### PROVIDED ENTRIES
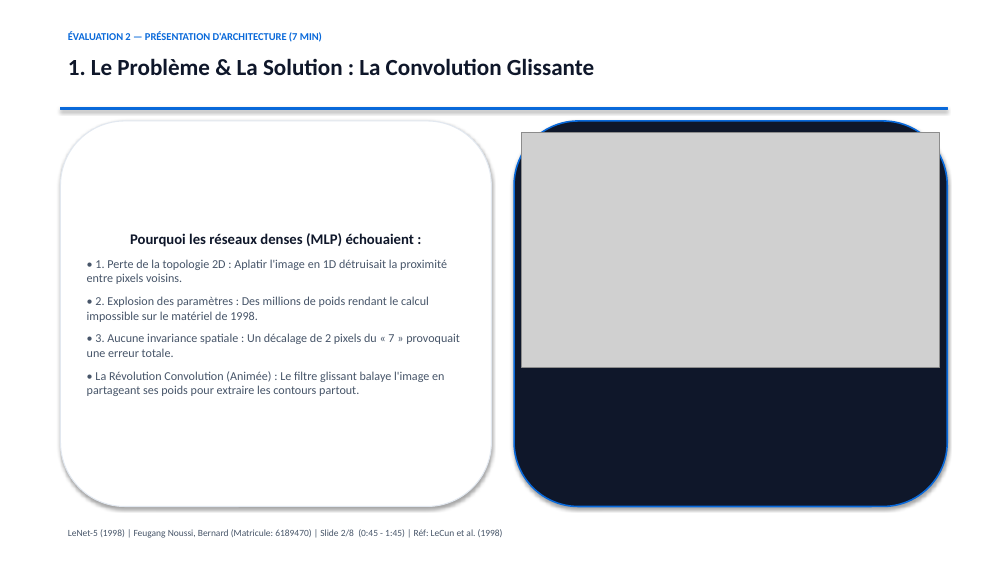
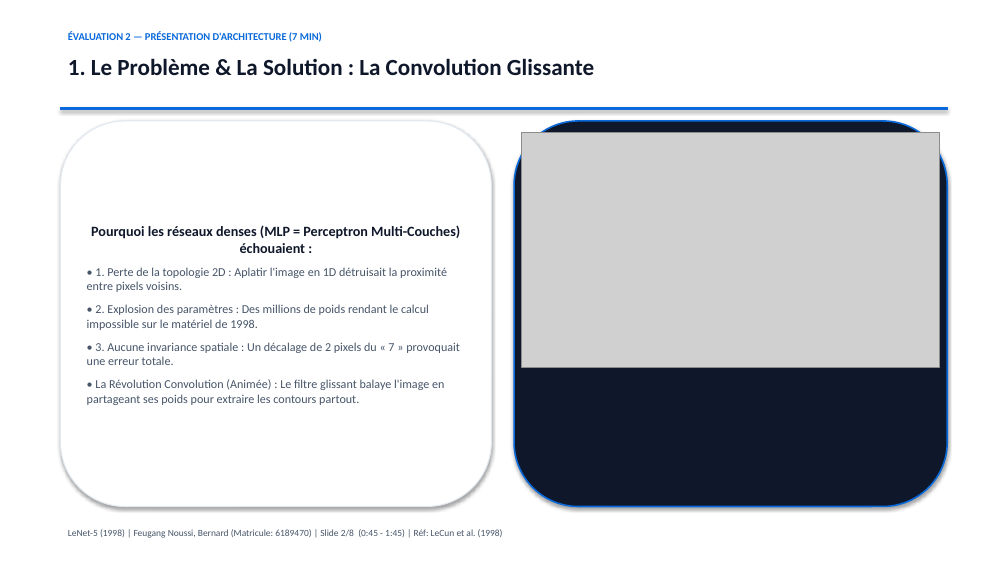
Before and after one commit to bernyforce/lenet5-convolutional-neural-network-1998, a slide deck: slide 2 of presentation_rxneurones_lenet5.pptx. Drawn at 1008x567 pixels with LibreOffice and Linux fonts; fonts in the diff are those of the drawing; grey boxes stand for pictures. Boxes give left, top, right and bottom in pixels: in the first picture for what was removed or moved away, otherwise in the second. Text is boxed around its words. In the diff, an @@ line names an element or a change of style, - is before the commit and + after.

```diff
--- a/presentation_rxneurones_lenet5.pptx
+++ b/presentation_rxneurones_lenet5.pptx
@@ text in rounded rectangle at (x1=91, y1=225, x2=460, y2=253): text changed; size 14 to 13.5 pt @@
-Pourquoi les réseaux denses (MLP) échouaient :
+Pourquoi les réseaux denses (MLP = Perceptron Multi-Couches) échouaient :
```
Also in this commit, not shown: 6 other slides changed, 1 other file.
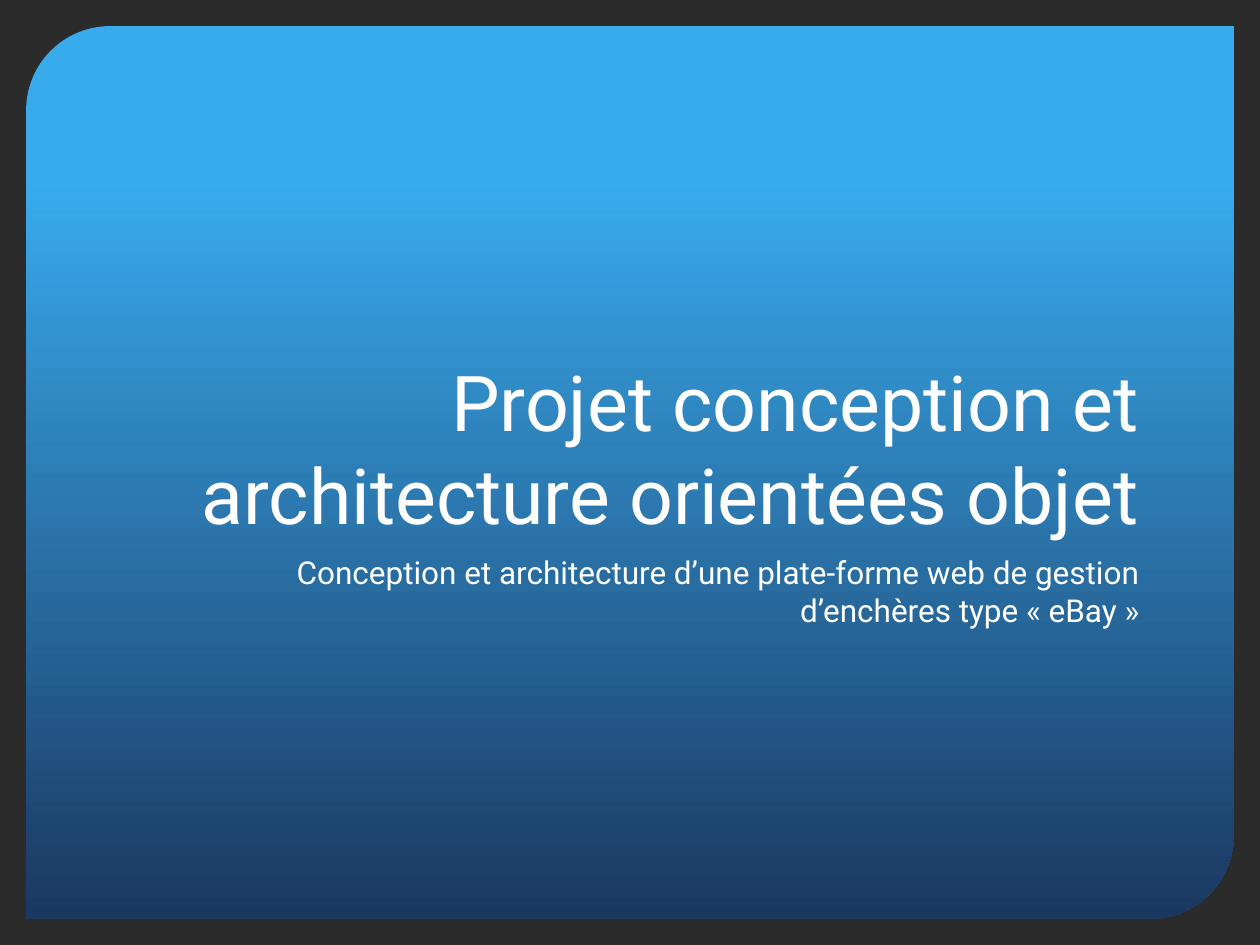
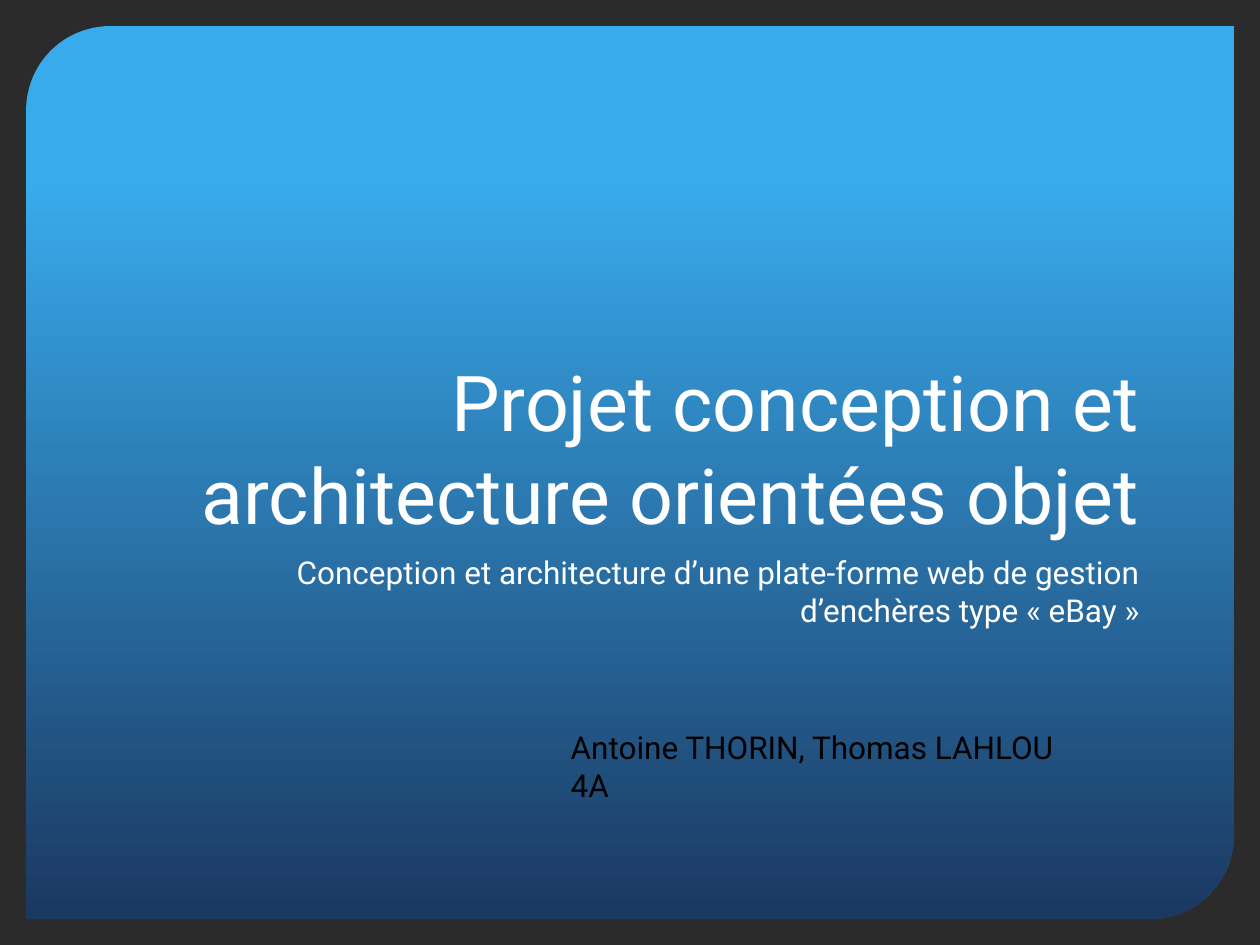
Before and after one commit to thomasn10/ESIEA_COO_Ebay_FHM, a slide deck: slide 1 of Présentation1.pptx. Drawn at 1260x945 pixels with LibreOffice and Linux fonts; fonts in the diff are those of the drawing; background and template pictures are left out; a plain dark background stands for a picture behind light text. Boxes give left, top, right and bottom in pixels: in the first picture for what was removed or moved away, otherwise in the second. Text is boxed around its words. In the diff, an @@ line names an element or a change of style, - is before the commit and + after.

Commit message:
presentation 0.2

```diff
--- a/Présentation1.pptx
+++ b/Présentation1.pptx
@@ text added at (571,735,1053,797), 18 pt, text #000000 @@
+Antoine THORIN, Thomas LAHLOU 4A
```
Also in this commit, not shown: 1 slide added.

### WHAT IS BEING ASKED
An exact copy of every line above is needed, without the images.

### EXPECTED OUTPUT
Before and after one commit to bernyforce/lenet5-convolutional-neural-network-1998, a slide deck: slide 2 of presentation_rxneurones_lenet5.pptx. Drawn at 1008x567 pixels with LibreOffice and Linux fonts; fonts in the diff are those of the drawing; grey boxes stand for pictures. Boxes give left, top, right and bottom in pixels: in the first picture for what was removed or moved away, otherwise in the second. Text is boxed around its words. In the diff, an @@ line names an element or a change of style, - is before the commit and + after.

```diff
--- a/presentation_rxneurones_lenet5.pptx
+++ b/presentation_rxneurones_lenet5.pptx
@@ text in rounded rectangle at (x1=91, y1=225, x2=460, y2=253): text changed; size 14 to 13.5 pt @@
-Pourquoi les réseaux denses (MLP) échouaient :
+Pourquoi les réseaux denses (MLP = Perceptron Multi-Couches) échouaient :
```
Also in this commit, not shown: 6 other slides changed, 1 other file.
Before and after one commit to thomasn10/ESIEA_COO_Ebay_FHM, a slide deck: slide 1 of Présentation1.pptx. Drawn at 1260x945 pixels with LibreOffice and Linux fonts; fonts in the diff are those of the drawing; background and template pictures are left out; a plain dark background stands for a picture behind light text. Boxes give left, top, right and bottom in pixels: in the first picture for what was removed or moved away, otherwise in the second. Text is boxed around its words. In the diff, an @@ line names an element or a change of style, - is before the commit and + after.

Commit message:
presentation 0.2

```diff
--- a/Présentation1.pptx
+++ b/Présentation1.pptx
@@ text added at (571,735,1053,797), 18 pt, text #000000 @@
+Antoine THORIN, Thomas LAHLOU 4A
```
Also in this commit, not shown: 1 slide added.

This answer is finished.